Under this line are the records; write out word for word the part that begins at the line containing "SLOT_LENGTH = 7.05" and ends at the line containing "TIP_CHAMFER_WIDTH = 2.15", and no more.

____ Material for this exercise

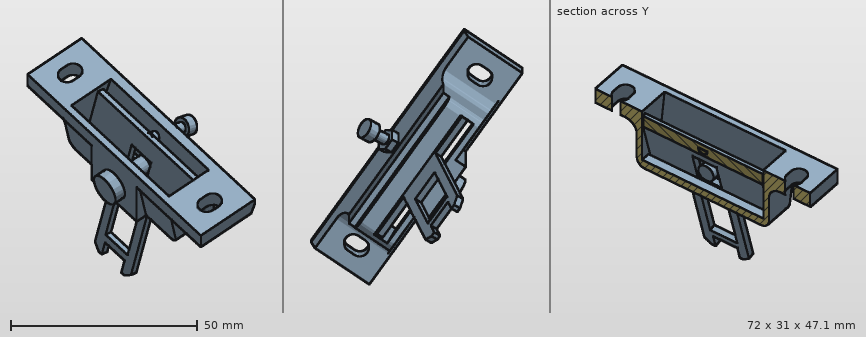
import cadquery as cq
import math


FLANGE_LENGTH = 72.0
FLANGE_DEPTH = 19.1
FLANGE_THICKNESS = 5.05
HOUSING_HEIGHT = 19.95
BODY_WIDTH = 44.4
FLARE_RADIUS = 3.75
BOTTOM_RADIUS = 2.9
FRONT_SETBACK = 3.3
BACK_LIP = 1.8
BACK_ANGLE = 22.0
BACK_BODY_Y = 16.3
BACK_STEP_Y = 14.3
BLOCK_WIDTH = 18.7

CAVITY_WIDTH = 40.5
CAVITY_FRONT_TOP = 2.15
CAVITY_FRONT_BOTTOM = 5.1
CAVITY_BACK_TOP = 16.05
CAVITY_BACK_BOTTOM = 13.25
FLOOR_THICKNESS = 2.9
FLOOR_FRONT_Y = 9.35
SLOT_SPACING = 57.95
SLOT_LENGTH = 7.05
SLOT_WIDTH = 5.0
SLOT_Y = 9.1

BOSS_DIAMETER = 9.0
BOSS_LENGTH = 3.3
PIN_DIAMETER = 5.1
PIN_END_Y = 10.8
PIN_Z = -12.6

KEY_ANGLE = 15.0
KEY_THICKNESS = 2.0
KEY_END_Y = -0.9
KEY_END_Z = -46.6
KEY_LENGTH = 47.0
KEY_PLATE_WIDTH = 40.0
KEY_PLATE_LENGTH = 17.5
TONGUE_WIDTH = 15.0
TONGUE_WINDOW_WIDTH = 9.1
TONGUE_WINDOW_START = 6.9
TONGUE_WINDOW_LENGTH = 15.8
NOTCH_WIDTH = 8.1
NOTCH_DEPTH = 4.4
TIP_CHAMFER_WIDTH = 2.15
TIP_CHAMFER_LENGTH = 1.9
PIN_WINDOW_WIDTH = 8.1
PIN_WINDOW_START = 31.5
PIN_WINDOW_LENGTH = 9.1

SCREW_SEAT_Z = -5.2
HEAD_DIAMETER = 5.55
HEAD_LENGTH = 3.1
SHANK_DIAMETER = 3.0
SCREW_LENGTH = 15.5
NUT_ACROSS_CORNERS = 6.4
NUT_THICKNESS = 2.2
SCREW_SEAT = 9.65

BACK_SLOPE = math.tan(math.radians(BACK_ANGLE))


def extrude_side(points, width):
    """Prism of a closed (Y, Z) outline, centred across X."""
    return cq.Workplane("YZ").polyline(points).close().extrude(width / 2, both=True)


def make_front_prism():
    """Flange and round-cornered body, extruded from front to back."""
    half_flange = FLANGE_LENGTH / 2
    half_body = BODY_WIDTH / 2
    flare_z = -FLANGE_THICKNESS - FLARE_RADIUS
    flare_shift = FLARE_RADIUS * (1 - math.sqrt(0.5))
    corner_shift = BOTTOM_RADIUS * (1 - math.sqrt(0.5))
    right_half = (
        cq.Workplane("XZ")
        .lineTo(half_flange, 0)
        .lineTo(half_flange, -FLANGE_THICKNESS)
        .lineTo(half_body + FLARE_RADIUS, -FLANGE_THICKNESS)
        .threePointArc((half_body + flare_shift, -FLANGE_THICKNESS - flare_shift), (half_body, flare_z))
        .lineTo(half_body, -HOUSING_HEIGHT + BOTTOM_RADIUS)
        .threePointArc(
            (half_body - corner_shift, -HOUSING_HEIGHT + corner_shift),
            (half_body - BOTTOM_RADIUS, -HOUSING_HEIGHT),
        )
        .lineTo(0, -HOUSING_HEIGHT)
        .close()
        .extrude(-FLANGE_DEPTH)
    )
    return right_half.union(right_half.mirror("YZ"))


def make_side_prism():
    """Side outline with leaning wing fronts and a sloping, stepped back."""
    wing_top_y = FRONT_SETBACK * FLANGE_THICKNESS / HOUSING_HEIGHT
    slope_end_z = -BACK_LIP - (FLANGE_DEPTH - BACK_BODY_Y) / BACK_SLOPE
    step_z = -HOUSING_HEIGHT + BOTTOM_RADIUS
    outline = [
        (0, 0),
        (0, -FLANGE_THICKNESS),
        (wing_top_y, -FLANGE_THICKNESS),
        (FRONT_SETBACK, -HOUSING_HEIGHT),
        (BACK_STEP_Y, -HOUSING_HEIGHT),
        (BACK_STEP_Y, step_z),
        (BACK_BODY_Y, step_z),
        (BACK_BODY_Y, slope_end_z),
        (FLANGE_DEPTH, -BACK_LIP),
        (FLANGE_DEPTH, 0),
    ]
    return extrude_side(outline, FLANGE_LENGTH)


def make_center_block():
    """Upright block that fills the front between the leaning wings."""
    outline = [(0, 0), (0, -HOUSING_HEIGHT), (FRONT_SETBACK, -HOUSING_HEIGHT)]
    return extrude_side(outline, BLOCK_WIDTH)


def make_cavity():
    """Opening that holds the key plate, narrowed by a floor ledge at the back."""
    floor_z = -HOUSING_HEIGHT + FLOOR_THICKNESS
    slope_end_z = -(CAVITY_BACK_TOP - CAVITY_BACK_BOTTOM) / BACK_SLOPE
    outline = [
        (CAVITY_FRONT_TOP, 0),
        (CAVITY_FRONT_BOTTOM, -HOUSING_HEIGHT),
        (FLOOR_FRONT_Y, -HOUSING_HEIGHT),
        (FLOOR_FRONT_Y, floor_z),
        (CAVITY_BACK_BOTTOM, floor_z),
        (CAVITY_BACK_BOTTOM, slope_end_z),
        (CAVITY_BACK_TOP, 0),
    ]
    return extrude_side(outline, CAVITY_WIDTH)


def make_mounting_slots():
    half_spacing = SLOT_SPACING / 2
    return (
        cq.Workplane("XY")
        .pushPoints([(-half_spacing, SLOT_Y), (half_spacing, SLOT_Y)])
        .slot2D(SLOT_LENGTH, SLOT_WIDTH, 90)
        .extrude(-FLANGE_THICKNESS)
    )


def make_pin():
    """Boss on the front face and the pin that runs back from it."""
    front = cq.Workplane("XZ").center(0, PIN_Z)
    boss = front.circle(BOSS_DIAMETER / 2).extrude(BOSS_LENGTH)
    pin = front.circle(PIN_DIAMETER / 2).extrude(-PIN_END_Y)
    return boss.union(pin)


def screw_plane():
    """Plane on the outer head face, with its normal pointing into the housing."""
    angle = math.radians(BACK_ANGLE)
    seat_y = FLANGE_DEPTH + (SCREW_SEAT_Z + BACK_LIP) * BACK_SLOPE
    head_y = seat_y + SCREW_SEAT * math.cos(angle)
    head_z = SCREW_SEAT_Z - SCREW_SEAT * math.sin(angle)
    return cq.Plane(
        origin=(0, head_y, head_z),
        xDir=(1, 0, 0),
        normal=(0, -math.cos(angle), math.sin(angle)),
    )


def make_shank():
    return cq.Workplane(screw_plane()).circle(SHANK_DIAMETER / 2).extrude(SCREW_LENGTH)


def make_screw():
    head = cq.Workplane(screw_plane()).circle(HEAD_DIAMETER / 2).extrude(HEAD_LENGTH)
    nut = (
        cq.Workplane(screw_plane())
        .workplane(offset=SCREW_SEAT - NUT_THICKNESS)
        .polygon(6, NUT_ACROSS_CORNERS)
        .extrude(NUT_THICKNESS)
    )
    return make_shank().union(head).union(nut)


def make_housing():
    shell = make_front_prism().intersect(make_side_prism()).union(make_center_block())
    shell = shell.cut(make_cavity()).cut(make_mounting_slots())
    return shell.cut(make_shank()).union(make_pin())


def make_key():
    """Wide plate with a narrow, windowed tongue ending in two prongs."""
    angle = math.radians(KEY_ANGLE)
    key_face = cq.Plane(
        origin=(0, KEY_END_Y, KEY_END_Z),
        xDir=(1, 0, 0),
        normal=(0, -math.cos(angle), math.sin(angle)),
    )
    half_plate = KEY_PLATE_WIDTH / 2
    half_tongue = TONGUE_WIDTH / 2
    half_notch = NOTCH_WIDTH / 2
    shoulder = KEY_LENGTH - KEY_PLATE_LENGTH
    right_side = [
        (half_notch, NOTCH_DEPTH),
        (half_notch, 0),
        (half_tongue - TIP_CHAMFER_WIDTH, 0),
        (half_tongue, TIP_CHAMFER_LENGTH),
        (half_tongue, shoulder),
        (half_plate, shoulder),
        (half_plate, KEY_LENGTH),
    ]
    left_side = [(-x, y) for x, y in reversed(right_side)]
    key = cq.Workplane(key_face).polyline(right_side + left_side).close().extrude(-KEY_THICKNESS)

    windows = [
        (TONGUE_WINDOW_WIDTH, TONGUE_WINDOW_START, TONGUE_WINDOW_LENGTH),
        (PIN_WINDOW_WIDTH, PIN_WINDOW_START, PIN_WINDOW_LENGTH),
    ]
    for width, start, length in windows:
        window = (
            cq.Workplane(key_face)
            .center(0, start + length / 2)
            .rect(width, length)
            .extrude(-KEY_THICKNESS)
        )
        key = key.cut(window)

    return key.cut(make_shank())


housing = make_housing()
key = make_key()
screw = make_screw()

result = cq.Compound.makeCompound([housing.val(), key.val(), screw.val()])

________

## [Output of the exercise]
SLOT_LENGTH = 7.05
SLOT_WIDTH = 5.0
SLOT_Y = 9.1

BOSS_DIAMETER = 9.0
BOSS_LENGTH = 3.3
PIN_DIAMETER = 5.1
PIN_END_Y = 10.8
PIN_Z = -12.6

KEY_ANGLE = 15.0
KEY_THICKNESS = 2.0
KEY_END_Y = -0.9
KEY_END_Z = -46.6
KEY_LENGTH = 47.0
KEY_PLATE_WIDTH = 40.0
KEY_PLATE_LENGTH = 17.5
TONGUE_WIDTH = 15.0
TONGUE_WINDOW_WIDTH = 9.1
TONGUE_WINDOW_START = 6.9
TONGUE_WINDOW_LENGTH = 15.8
NOTCH_WIDTH = 8.1
NOTCH_DEPTH = 4.4
TIP_CHAMFER_WIDTH = 2.15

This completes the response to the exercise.